Sarabeth laughs, shaking her head.

“True enough,” Alexander agrees. “So, did you all like the beach—other than the cold?”

“It was stunning,” Sarabeth says. “You hear about white sand beaches all the time, and people make them sound as if they’re the most stunning things, but the diamond in the rough is a black sand beach. There’s nothing like it. It looks almost dystopian or apocalyptic.”

“The basalt towers add to that impression,” Dr. Weaver says. “There’s something cataclysmic when you look at them. As if something magnificent once stood there, but because of how they’re stacked at different heights, they appear torn down, and that’s all that remains.”

“Exactly,” Sarabeth agrees.

“Doesn’t Hawaii have black sand beaches?” Alexander asks, tilting his head. “They’re a volcanic island chain.”

We look at each other. Dr. Weaver chuckles. “I don’t think any of us have been to Hawaii.”

Alexander appears perplexed. “Why?”

“Believe it or not, for a lot of people, traveling to foreign countries is often cheaper than traveling to Hawaii.”

“Huh,” Alexander says. “You don’t get a lot of snow where you are, then.”

“No. It generally doesn’t get cold enough to snow at RDU,” Sarabeth says.

“I wouldn’t know how to act if I lived in a place without snow,” Alexander says, laughing. “What do you do in the winter?”

“Enjoy the sun!”

I listen to them talk, though my gaze continues to search out Kendrick’s. It feels as if he’s always looking at me. Maybe he’s remembering the same thing I am—last night, our shared orgasms… his dick in my ass.

My cheeks feel like they’re heating up as I remember the second time, when I rode him. It lasted much, much longer for both of us. I think it was necessary to get that first orgasm out of the way to make the second one even better.

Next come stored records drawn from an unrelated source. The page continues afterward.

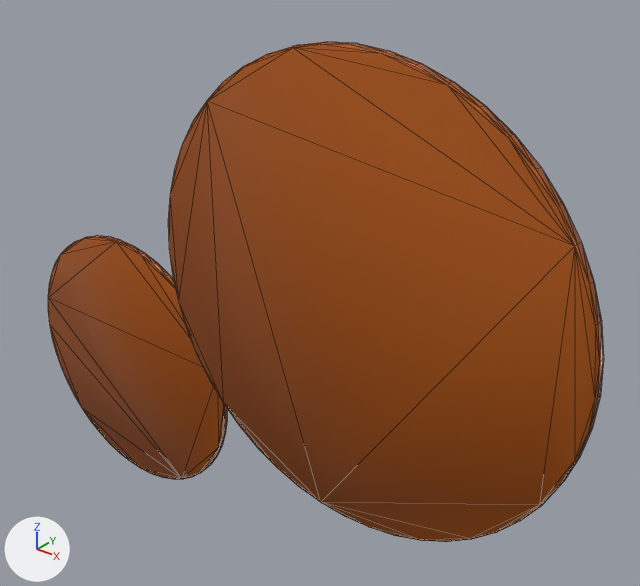
The OBJ model assets/loot-bag/parts/loot-bag-golddark.obj as it was, and as the next commit left it.
Before and after are seen from a camera (50 mm lens) standing at (0.824, -1.93, 1.874) and looking at (-0.333, -0.484, 0.978). Every picture has the same lights, and +X, +Y and +Z are marked at lower left. The first picture is the older version. Mesh edges are drawn as thin lines. Where no turn or scale is listed for an object, it has been applied to the vertices.

The first picture shows 'GoldDark'.
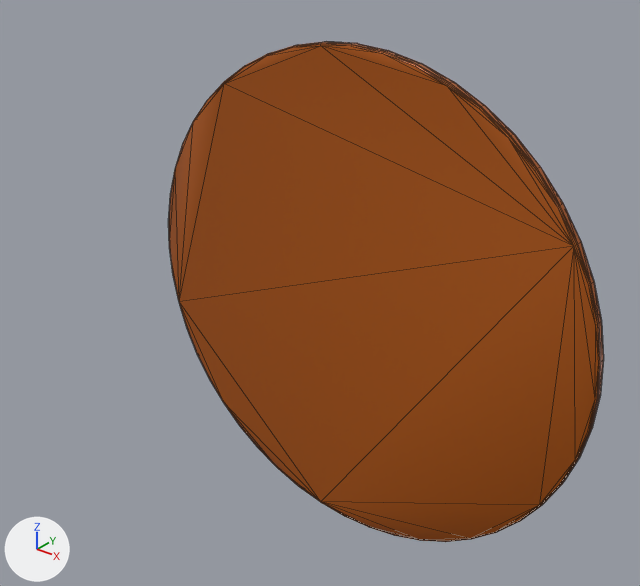
What differs and where, as boxes (x1, y1, x2, y2) in the pictures (640 x 586 px):
'GoldDark', reshaped (22% narrower)
    before: (48, 41, 604, 542)
    after: (168, 41, 604, 542)
part 1 of me_golddark, deleted (brown)
    before: (48, 235, 227, 480)
part 2 of me_golddark, reshaped
    before: (208, 48, 292, 100)
    after: (169, 42, 604, 540)

What changed in the scene script:
```text
Change me_golddark:
    used by ob_golddark; location = (0.0, 0.0, 0.0)
    remove me_golddark.from_pydata(...)  # 304 vertices, 600 faces; spans x -1.42..0.45, y -0.83..-0.49, z 0.16..1.63
    add me_golddark.from_pydata(...)  # 302 vertices, 600 faces; spans x -0.45..0.45, y -0.83..-0.81, z 0.72..1.63
    me_golddark part 1: the loose piece of 135 vertices spanning x -1.42..-0.65, y -0.51..-0.49, z 0.16..0.93 is deleted
    me_golddark part 2: 1 vertex removed from x -0.23, y -0.83, z 1.56; 134 vertices added at x -0.45..0.45, y -0.83..-0.81, z 0.72..1.63
```
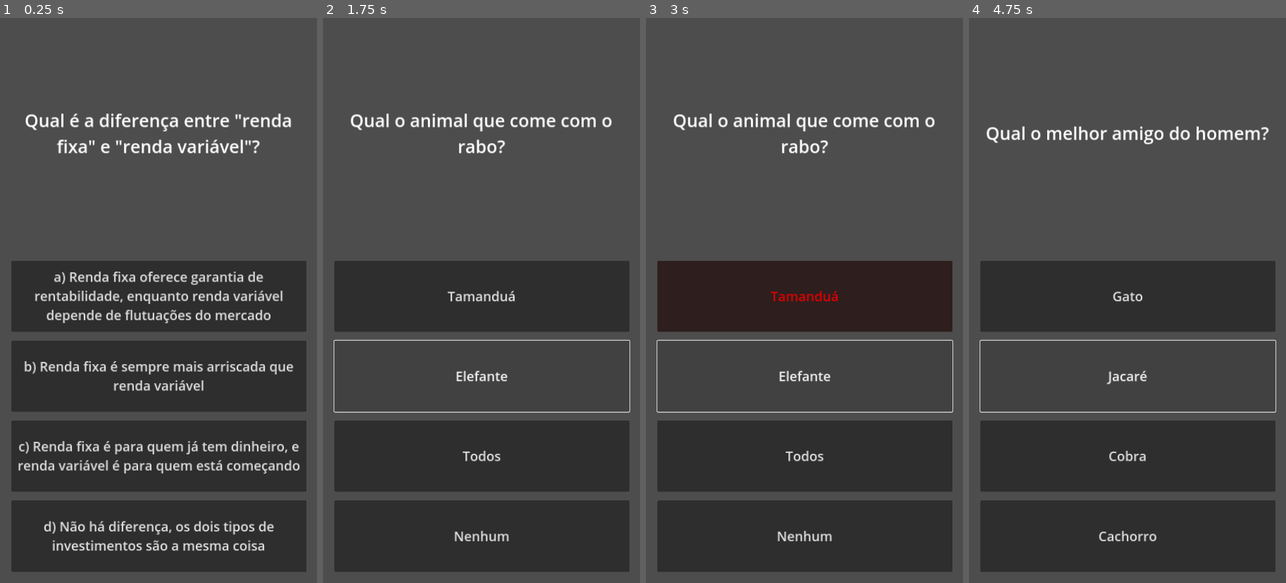
Above: before the commit, frames 1-4 (left to right).
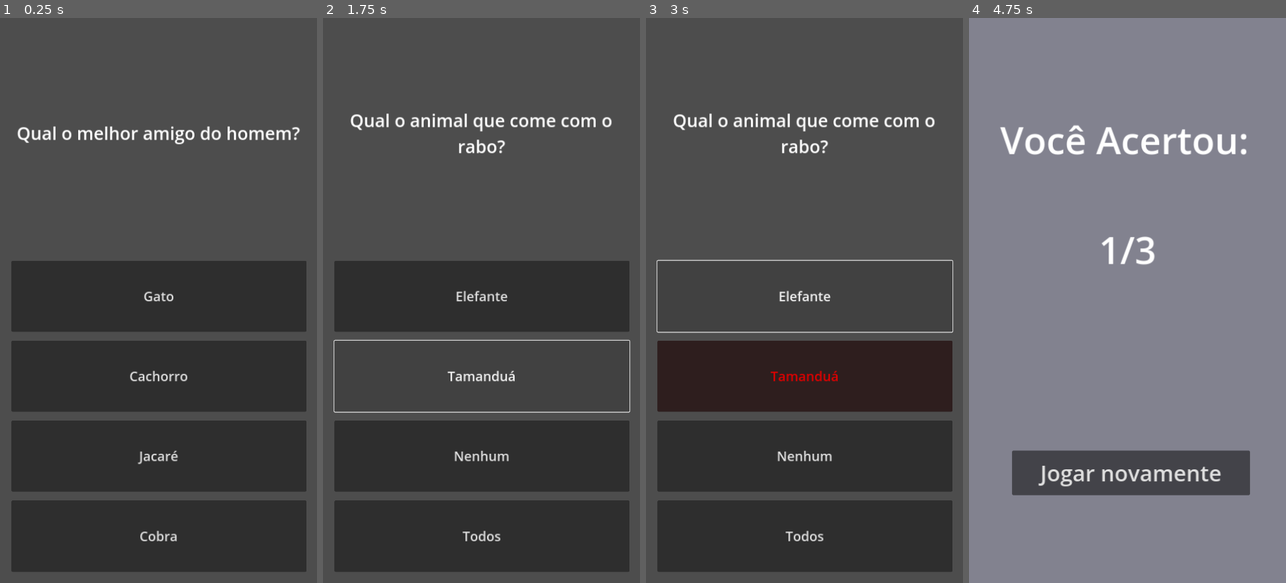
Above: after the commit, the same moments.

Repository: TiagoGeografiaBacharelado/Financial_Education_Quiz
Game: Godot game, scene res://scenes/main.tscn
Two runs of this game, one before a commit and one after it. Both use one fixed random seed, a clock stepped at 60 frames per second and the inputs below.
Inputs:
- Up to frame 1 (0.25 s): no input
- Up to frame 2 (1.75 s): click "a) Renda fixa oferece garanti…" (after the commit: "Gato") at 0.5 s; click "b) Renda fixa é sempre mais a…" (after the commit: "Cachorro") at 1.25 s
- Up to frame 3 (3 s): click "Tamanduá" at 2 s; click "Elefante" at 2.75 s
- Up to frame 4 (4.75 s): click "Gato" (after the commit: "Renda fixa oferece garantia d…") at 3.5 s; click "Jacaré" (after the commit: "Renda fixa é para quem já tem…") at 4.25 s

The runs differ from the first frame. In frame 1, 8.7% of the frame differs, in the area x 5-95%, y 16-95%; in frame 2, 0.8%; in frame 3, 25%; in frame 4, 99%, in the area x 0-100%, y 0-100%.
Error before the commit: Invalid access to property or key 'question_info' on a base object of type 'Nil'. (res://scripts/controllers/gamer_controller.gd:33)

Commit message:
Update
jogo "completo"

Diff:
--- a/resources/varied/question/Qual_e_a_diferença_entre_renda_fixa_e_renda_variável.tres
+++ b/resources/varied/question/Qual_e_a_diferença_entre_renda_fixa_e_renda_variável.tres
@@ -6,5 +6,5 @@
 script = ExtResource("1_1l108")
 question_info = "Qual é a diferença entre \"renda fixa\" e \"renda variável\"?"
 type = 0
-options = Array[String](["a) Renda fixa oferece garantia de rentabilidade, enquanto renda variável depende de flutuações do mercado", "b) Renda fixa é sempre mais arriscada que renda variável", "c) Renda fixa é para quem já tem dinheiro, e renda variável é para quem está começando", "d) Não há diferença, os dois tipos de investimentos são a mesma coisa"])
-correct = "a) Renda fixa oferece garantia de rentabilidade, enquanto renda variável depende de flutuações do mercado"
+options = Array[String](["Renda fixa oferece garantia de rentabilidade, enquanto renda variável depende de flutuações do mercado", "Renda fixa é sempre mais arriscada que renda variável", "Renda fixa é para quem já tem dinheiro, e renda variável é para quem está começando", "Não há diferença, os dois tipos de investimentos são a mesma coisa"])
+correct = "Renda fixa oferece garantia de rentabilidade, enquanto renda variável depende de flutuações do mercado"
--- a/resources/varied/theme/theme_varied.tres
+++ b/resources/varied/theme/theme_varied.tres
@@ -8,4 +8,4 @@
 
 [resource]
 script = ExtResource("1_ffbww")
-theme = Array[ExtResource("2_a5jpi")]([ExtResource("3_4dxc5"), ExtResource("4_sre32"), ExtResource("5_ld80x"), null, null, null, null, null, null, null, null, null, null, null, null, null, null, null, null, null])
+theme = Array[ExtResource("2_a5jpi")]([ExtResource("3_4dxc5"), ExtResource("4_sre32"), ExtResource("5_ld80x")])
--- a/scenes/main.tscn
+++ b/scenes/main.tscn
@@ -104,8 +104,64 @@
 theme_override_font_sizes/font_size = 30
 autowrap_mode = 2
 
+[node name="GamerOver" type="ColorRect" parent="Content"]
+visible = false
+layout_mode = 1
+anchors_preset = 15
+anchor_right = 1.0
+anchor_bottom = 1.0
+grow_horizontal = 2
+grow_vertical = 2
+color = Color(0.509766, 0.509766, 0.5625, 1)
+
+[node name="Title" type="Label" parent="Content/GamerOver"]
+layout_mode = 1
+anchors_preset = 5
+anchor_left = 0.5
+anchor_right = 0.5
+offset_left = -289.0
+offset_top = 217.0
+offset_right = 275.0
+offset_bottom = 333.0
+grow_horizontal = 2
+theme_override_font_sizes/font_size = 85
+text = "Você Acertou:"
+
+[node name="Score" type="Label" parent="Content/GamerOver"]
+layout_mode = 1
+anchors_preset = 5
+anchor_left = 0.5
+anchor_right = 0.5
+offset_left = -201.0
+offset_top = 466.0
+offset_right = 202.0
+offset_bottom = 582.0
+grow_horizontal = 2
+theme_override_font_sizes/font_size = 85
+text = "0/0:"
+horizontal_alignment = 1
+vertical_alignment = 1
+
+[node name="Button" type="Button" parent="Content/GamerOver"]
+layout_mode = 1
+anchors_preset = 7
+anchor_left = 0.5
+anchor_top = 1.0
+anchor_right = 0.5
+anchor_bottom = 1.0
+offset_left = -262.0
+offset_top = -300.0
+offset_right = 278.0
+offset_bottom = -199.0
+grow_horizontal = 2
+grow_vertical = 0
+theme_override_font_sizes/font_size = 50
+text = "Jogar novamente"
+
 [node name="AudioCorrect" type="AudioStreamPlayer" parent="."]
 stream = ExtResource("3_36yv7")
 
 [node name="AudioIncorrect" type="AudioStreamPlayer" parent="."]
 stream = ExtResource("4_1837i")
+
+[connection signal="pressed" from="Content/GamerOver/Button" to="." method="_on_button_pressed"]
--- a/scripts/controllers/gamer_controller.gd
+++ b/scripts/controllers/gamer_controller.gd
@@ -18,10 +18,11 @@
 
 
 func _ready() -> void:
+	correct = 0
 	for button in $Content/QuestionHolder.get_children():
 		buttons.append(button)
 
-
+	randomize_array(quiz.theme)
 	load_quiz()
 
 
@@ -31,8 +32,8 @@
 		return
 
 	question_texts.text = current_quiz.question_info
+	var options = randomize_array(current_quiz.options)
 
-	var options = current_quiz.options
 	for i in buttons.size():
 		buttons[i].text = options[i]
 		buttons[i].pressed.connect(_buttons_answer.bind(buttons[i]))
@@ -60,6 +61,7 @@
 func _buttons_answer(button) -> void:
 	if current_quiz.correct == button.text:
 		button.modulate = color_right
+		correct += 1
 		$AudioCorrect.play()
 	else:
 		button.modulate = color_wrong
@@ -85,5 +87,14 @@
 	index += 1
 	load_quiz()
 
+func randomize_array(array: Array) -> Array:
+	var array_temp = array
+	array_temp.shuffle()
+	return array_temp
+
 func _game_over() -> void:
-	print("acabaram as perguntas...")
+	$Content/GamerOver.show()
+	$Content/GamerOver/Score.text = str(correct, "/", quiz.theme.size())
+
+func _on_button_pressed() -> void:
+	get_tree().reload_current_scene()

To be clear, I don’t mind the quick ones. Sometimes the quick orgasms are the most intense because they’ve been building for so long. When you’re so turned on that the pleasure you share simply can’t be contained.

It was nice. I enjoyed our night together. We talked about the ambassador program and þórðargleði University between orgasms. Even when we lay together intimately, our conversation stayed on light topics. His hands still moved over me while we talked. I kissed down his torso while we talked. We explored each other in the most sensual ways, all while having a conversation. A productive conversation, even.

I wonder if all older men are as wonderful as Kendrick. He has such a calm, soothing voice. It’s masculine and sexy. The kind of voice that would be perfect for an audiobook. I could listen to him speak all damn day.

He’s attentive, too. I can’t recall a single person in my entire life who has engaged in conversations with me like he does. He’s never distracted and doesn’t appear uninterested. I feel like he genuinely wants to get to know me.

Every little thing about him is fascinating, too. He’s already lived an entire lifetime longer than I have. He’s done so much. He has such a long list of admirable accomplishments. But Kendrick is humble, too. The number of times he’s told me that there are so many things he wants to do for the school is mesmerizing.

Not once has he named something that he wants for himself. I’ve never heard him speak of a selfish wish. I’m over here wanting to be a professional football player and then open a library. Not a library because I want to serve a greater good, butbecause I desperately want the kind of library I can’t find. And since I can’t find it, I want to build it.

For me. Yes, I’ll share it with the world, but ultimately, I want to build it for myself.